I won’t go into huge details of the queries, the docs are pretty good – examples, overview.

So this is quite interesting, this finally gives us a reasonably usable DB to do queries that mcollective discovery used to be used for – but of course its not a live view nor does it have any clue what the machines are up to but as a cached data source for discovery this is interesting.



You can of course query this stuff on the CLI and I suggest you familiarise yourself with JQ.

First you’ll have to set up your account:

  "puppetdb": {
    "server_urls": "https://puppet:8081",
    "cacert": "/home/rip/.puppetlabs/etc/puppet/ssl/certs/ca.pem",
    "cert": "/home/rip/.puppetlabs/etc/puppet/ssl/certs/rip.mcollective.pem",
    "key": "/home/rip/.puppetlabs/etc/puppet/ssl/private_keys/rip.mcollective.pem"

This is in ~/.puppetlabs/client-tools/puppetdb.conf which is a bit senseless to me since there clearly is a standard place for config files, but alas.

Once you have this and you installed the puppet-client-tools package you can do queries like:

$ puppet query "nodes { certname ~ 'devco.net' }"

Puppet Code

Your master will have the puppetdb-termini package on it and this brings with it Puppet functions to query PuppetDB so you do not need to use a 3rd party module anymore:

$nodes = puppetdb_query("nodes { certname ~ 'devco' }")

Puppet Job

At the recent PuppetConf Puppet announced that their enterprise tool puppet job supports using this as discovery, if I remember right it’s something like:

$ puppet job run -q 'nodes { certname ~ 'devco' }'


At PuppetConf I integrated this into MCollective and my Choria tool, mco feature still due a release (MCO-776, choria):

Run Puppet on all the nodes matched by the query:

$ puppet query "nodes { certname ~ 'devco.net' }"|mco rpc puppet runonce

The above is a bit limited in that the apps in question have to specifically support this kind of STDIN discovery – the rpc app does.

I then also added support to the Choria CLI:

$ mco puppet runonce -I "pql:nodes[certname] { certname ~ 'devco.net' }"

These queries are a bit special in that they must return just the certname as here, I’ll document this up. The reason for this is that they are actually part of a much larger query done in the Choria discovery system (that uses PQL internally and is a good intro on how to query this API from code).

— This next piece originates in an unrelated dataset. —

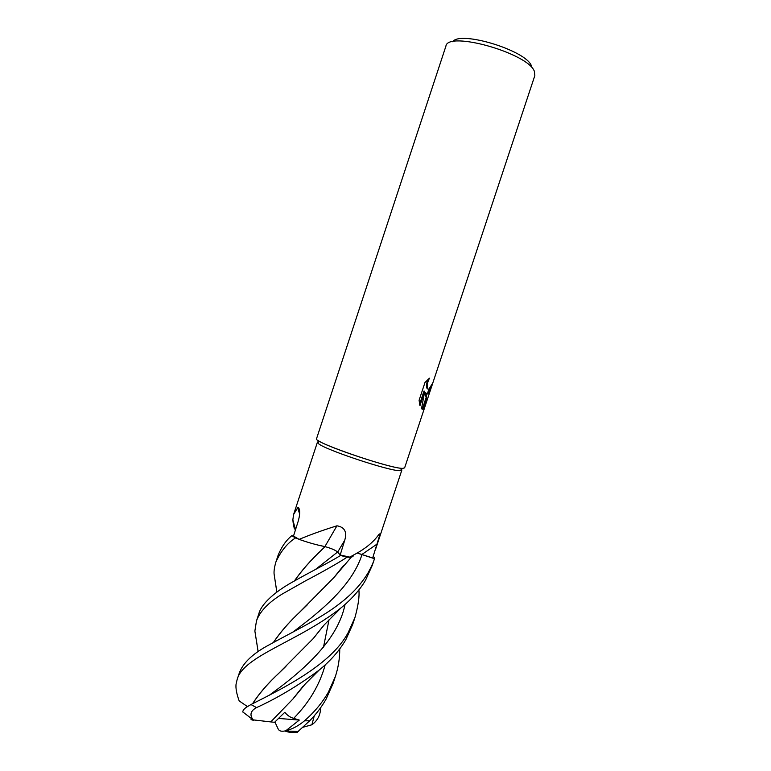 <?xml version="1.0" encoding="UTF-8"?>
<svg xmlns="http://www.w3.org/2000/svg" width="771" height="771" viewBox="0 0 771 771"><rect width="100%" height="100%" fill="white"/><g stroke="black" fill="none" stroke-linecap="round" stroke-linejoin="round"><path stroke-width="1.16" d="M401.498 469.462L401.816 470.194L399.918 470.676C390.107 471.312 325.738 449.985 318.558 443.73L317.401 442.275L318.115 441.87M295.466 529.879L294.252 528.318L293.308 524.049L292.845 519.953L293.578 514.536L297.654 507.771L298.637 507.694C300.17 510.508 299.996 515.105 298.126 521.485L293.5 536.047L291.814 535.691C286.243 540.163 281.694 546.62 278.186 555.053L275.854 562.136C280.76 551.255 287.304 543.189 295.476 537.946L291.814 535.691M299.138 539.382C310.183 534.737 322.779 530.207 336.946 525.803C344.589 527.085 347.191 531.884 344.753 540.192L340.175 554.995L337.698 552.065C335.491 550.147 331.231 548.326 324.899 546.581C317.006 545.058 308.41 542.659 299.138 539.382L293.5 536.047M353.33 555.139C353.561 556.257 352.578 556.961 350.391 557.25L340.175 554.995M349.485 557.327L353.369 555.12C364.77 549.203 373.203 542.418 378.657 534.756L380.18 533.628L372.682 557.973L357.098 552.961M400.053 470.676L402.674 468.354C392.555 468.932 325.169 446.611 317.729 440.212L318.558 443.73M531.431 65.911C526.554 50.587 459.911 30.223 452.722 41.75M426.623 396.053L426.382 402.337L534.843 75.577L534.399 71.452C528.569 53.324 447.614 30.426 445.908 46.164L316.524 438.747C312.062 441.831 390.752 468.932 402.684 468.354L404.621 467.881L425.659 404.515C424.648 407.83 423.549 409.401 422.354 409.247L421.515 408.707L424.734 391.292L419.964 405.681L419.087 400.284L425.004 382.455L429.457 378.195C427.288 382.532 426.729 386.04 427.76 388.7L428.849 389.326L427.288 394.048L425.659 392.786L426.623 396.053L422.248 409.218M428.849 389.326L432.83 382.811C430.97 389.21 429.158 392.95 427.404 394.029L427.288 394.048M426.382 402.337L425.659 404.515M426.141 397.479L424.937 392.545L425.659 392.786M422.469 408.871L424.86 404.447L426.17 397.74M425.438 402.703L426.151 402.944M426.488 393.808L427.539 393.268M427.712 393.094L430.343 387.649M427.404 394.029L428.975 389.278M428.05 389.114L427.038 388.459C426.112 386.319 426.43 383.274 427.982 379.332M419.597 404.312L424.002 391.042L424.734 391.292M422.354 409.247L426.662 396.255M324.899 546.581L336.946 525.803M294.252 528.318L295.177 528.328M299.62 513.968L297.654 507.771M276.297 588.543L274.081 573.942C273.85 571.022 274.437 567.08 275.854 562.136M257.061 644.71L254.873 631.054L256.454 620.992C259.75 611.605 268.231 602.681 281.897 594.229L305.615 580.785C321.671 572.39 338.642 562.82 347.085 557.182L340.541 555.486C330.402 561.837 307.07 573.672 292.701 581.941C282.62 587.386 262.169 600.648 258.738 614.053L256.454 620.992M339.751 648.931C339.77 658.261 338.324 667.426 335.404 676.418L328.407 692.127C322.471 702.497 314.491 712.057 304.478 720.827C298.435 725.897 292.199 729.202 285.79 730.763L299.293 720.075L293.655 718.35C290.388 717.473 287.429 715.459 284.769 712.317L274.582 722.302L270.756 721.897L292.951 698.969L303.292 686.065M298.02 731.534L309.682 720.789C316.235 714.1 321.7 706.891 326.075 699.152L333.062 683.482L335.404 676.418M357.069 552.98L374.475 558.705C373.463 562.242 371.275 567.051 367.912 573.123C360.722 584.996 350.333 595.896 336.744 605.813C319.117 619.209 289.048 633.791 269.291 644.778C253.216 653.278 243.241 662.617 239.386 672.784L237.073 679.8M247.452 706.573L239.183 700.935C236.639 693.91 235.598 688.349 236.042 684.253L237.073 679.81C242.614 656.15 298.791 641.424 340.975 607.905C347.133 603.201 359.084 591.569 365.541 580.245L372.297 565.288M358.872 589.94C359.594 596.234 358.274 605.486 354.901 617.696L348.155 632.654C331.347 664.303 284.046 687.905 250.932 704.549L246.662 707.094C244.176 708.751 242.875 710.361 242.769 711.932L243.251 712.404M270.746 721.907L253.187 719.883C249.39 714.9 250.517 710.804 256.56 707.595C277.531 698.006 298.329 685.564 318.943 670.269C330.181 661.19 339.124 651.042 345.774 639.814L352.588 624.674L354.901 617.696M295.476 537.946L298.714 539.16M318.134 545.107L325.063 546.629C331.27 548.364 335.443 550.166 337.582 552.036L340.541 555.486M347.085 557.182L348.906 557.192M350.66 557.048L351.499 556.884L334.248 577.219L299.485 612.367C288.759 622.457 280.075 632.471 273.426 642.426M373.135 556.614L374.378 557.298L374.513 558.599M294.541 580.881C301.509 570.829 310.327 560.719 321.015 550.552L325.063 546.629M294.358 580.987C301.394 570.858 310.25 560.729 320.938 550.6L325.034 546.639M293.298 698.459L302.752 686.643M323.502 647.11L329.015 619.826M343.654 565.403L334.595 576.708M307.234 604.888L299.591 612.299C288.855 622.428 280.191 632.442 273.609 642.32M252.743 703.595C259.037 693.746 267.71 683.646 278.774 673.305L285.974 666.298M313.864 637.762L323.328 625.879M252.58 703.682C258.95 693.727 267.643 683.626 278.659 673.391L313.46 638.33L323.926 625.204M320.62 707.749L320.62 707.807C320.514 714.948 317.604 720.596 311.908 724.759L314.279 715.796M252.56 719.131C250.19 719.198 250.556 719.613 253.659 720.374M311.908 724.759L303.148 727.217M284.923 730.956C288.373 732.45 292.623 732.855 297.645 732.171M299.293 720.075L278.582 718.427M285.79 730.763L284.788 730.985C281.434 731.621 279.266 731.024 278.264 729.193L274.9 721.993M337.698 552.065L344.753 540.192M362.042 554.368L377.366 543.863M309.682 720.789L304.478 720.827M256.56 707.595L250.932 704.549M315.185 569.682L337.582 552.036M293.655 718.36C309.277 702.439 319.782 684.619 325.179 664.891M292.575 632.297C320.659 611.403 352.26 585.632 362.042 554.397M270.023 694.671C301.23 672.1 337.563 641.53 345.051 604.454M293.578 514.536L317.401 442.275M427.76 388.7L427.038 388.459M292.845 519.953L295.534 529.658M299.659 510.845L298.637 507.694M350.391 557.25L353.369 555.12M378.812 534.515L380.18 533.628M375.67 548.981L401.816 470.194M276.866 592.061L274.081 573.942M292.951 698.969L305.326 683.896L318.943 670.269M258.131 651.649L254.873 631.054M340.975 607.905L324.177 624.924L313.46 638.33M295.332 530.284L295.235 529.648M253.187 719.883L242.769 711.922M374.427 558.869L372.152 565.721M284.788 730.985L298.647 731.477"/></g></svg>

Here’s an example of a complex query – as used by Choria internally – that limits nodes to ones in a particular collective, our PQL query, which ones have mcollective installed and running. You can see you can nest and combine queries into quite complex ones:

nodes[certname, deactivated] { 
  # finds nodes in the chosen subcollective via a fact
  (certname in inventory[certname] { 
    facts.mcollective.server.collectives.match("\d+") = "mcollective" 
  }) and 
  # does the supplied PQL query, note the specific certname match
  (certname in nodes[certname] {
    certname ~ 'devco.net'
  }) and
  # limited to machines with mcollective installed
  (resources {
    type = "Class" and title = "Mcollective"
  }) and 
  # who also have the service started
  (resources {
    type = "Class" and title = "Mcollective::Service"


This is really handy and I hope more people will become familiar with it. I don’t think this quite rolls off the fingers easily – but neither does SQL or any other similar system so par for the course. What is amazing is that we can get nearer to having a common language across CLI, Code, Web UIs and 3rd party tools for describing queries of our estate so this is a major win.